___ SUPPLIED DATA

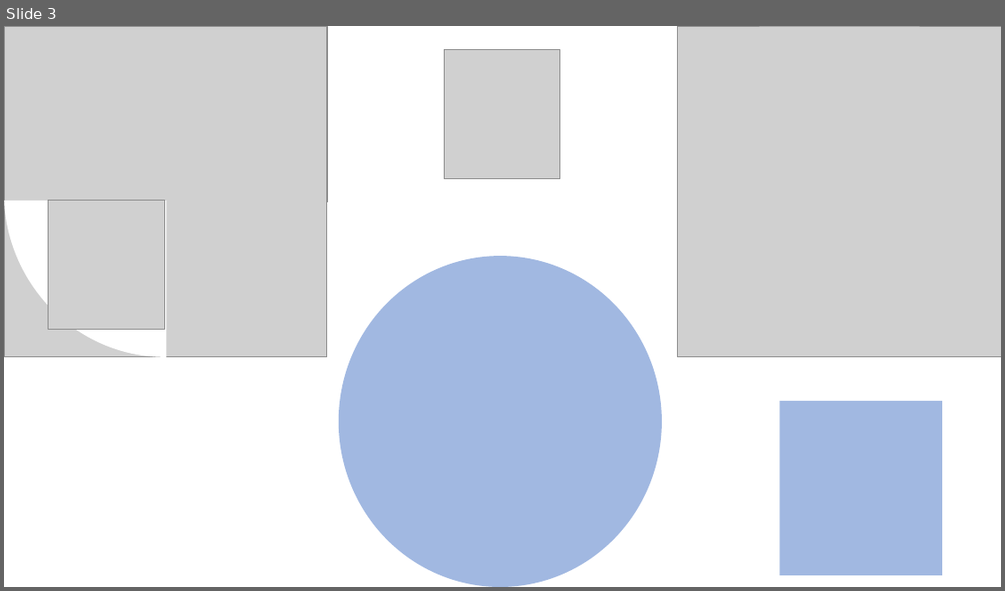
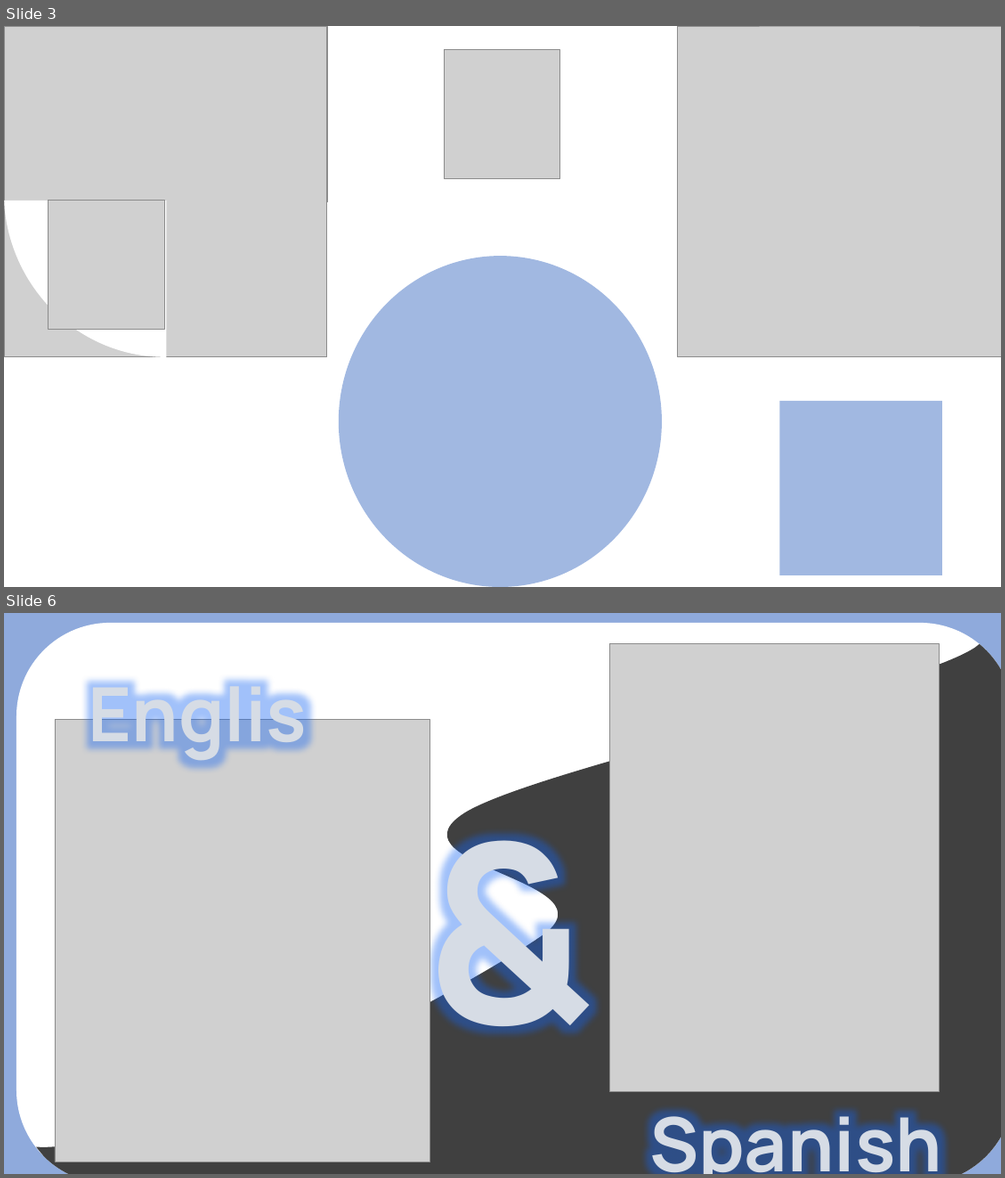
Before and after one commit to TecnoTomer/NetStats_v1.0, a slide deck: documents/develop gui/Plan.pptm. Shown one above the other, each under a label of ours: slide 3 before the commit, slides 3 and 6 after it; the slides between them are not shown. The pictures are 1005x591 and 1005x1178 pixels, drawn with LibreOffice and Linux fonts; fonts in the diff are those of the drawing; grey boxes stand for pictures. Boxes give left, top, right and bottom in pixels: in the first picture for what was removed or moved away, otherwise in the second. Text is boxed around its words. In the diff, an @@ line names an element or a change of style, - is before the commit and + after.

```diff
--- a/documents/develop gui/Plan.pptm
+++ b/documents/develop gui/Plan.pptm
@@ slide 6 added at (x1=4, y1=613, x2=1001, y2=1174), background #FFFFFF @@
@@ rectangle added at (x1=4, y1=613, x2=1001, y2=1174), fill #8FAADC, outline #1E3256 1 pt @@
@@ rounded rectangle added at (x1=16, y1=623, x2=1001, y2=1174), fill #FFFFFF @@
@@ freeform shape added at (x1=36, y1=644, x2=1001, y2=1174), fill #404040 @@
@@ picture added at (x1=610, y1=644, x2=938, y2=1092) @@
@@ text added at (x1=88, y1=672, x2=307, y2=762), 72 pt, text pattern #44546A on #D6DCE5, bold @@
+Englis
@@ picture added at (x1=55, y1=720, x2=430, y2=1162) @@
@@ text added at (x1=419, y1=771, x2=622, y2=1078), 239 pt, text pattern #44546A on #D6DCE5, bold @@
+&
@@ text added at (x1=649, y1=1102, x2=942, y2=1174), 72 pt, text pattern #44546A on #D6DCE5, bold @@
+Spanish
```
Also in this commit, not shown: 2 other slides added, 3 other files.

______

▶ _WHAT YOU ARE ASKED TO DO_: Your reply should hold all the lines from the listing above in which "develop" appears.

▶ _EXERCISE RESPONSE_:
Before and after one commit to TecnoTomer/NetStats_v1.0, a slide deck: documents/develop gui/Plan.pptm. Shown one above the other, each under a label of ours: slide 3 before the commit, slides 3 and 6 after it; the slides between them are not shown. The pictures are 1005x591 and 1005x1178 pixels, drawn with LibreOffice and Linux fonts; fonts in the diff are those of the drawing; grey boxes stand for pictures. Boxes give left, top, right and bottom in pixels: in the first picture for what was removed or moved away, otherwise in the second. Text is boxed around its words. In the diff, an @@ line names an element or a change of style, - is before the commit and + after.
--- a/documents/develop gui/Plan.pptm
+++ b/documents/develop gui/Plan.pptm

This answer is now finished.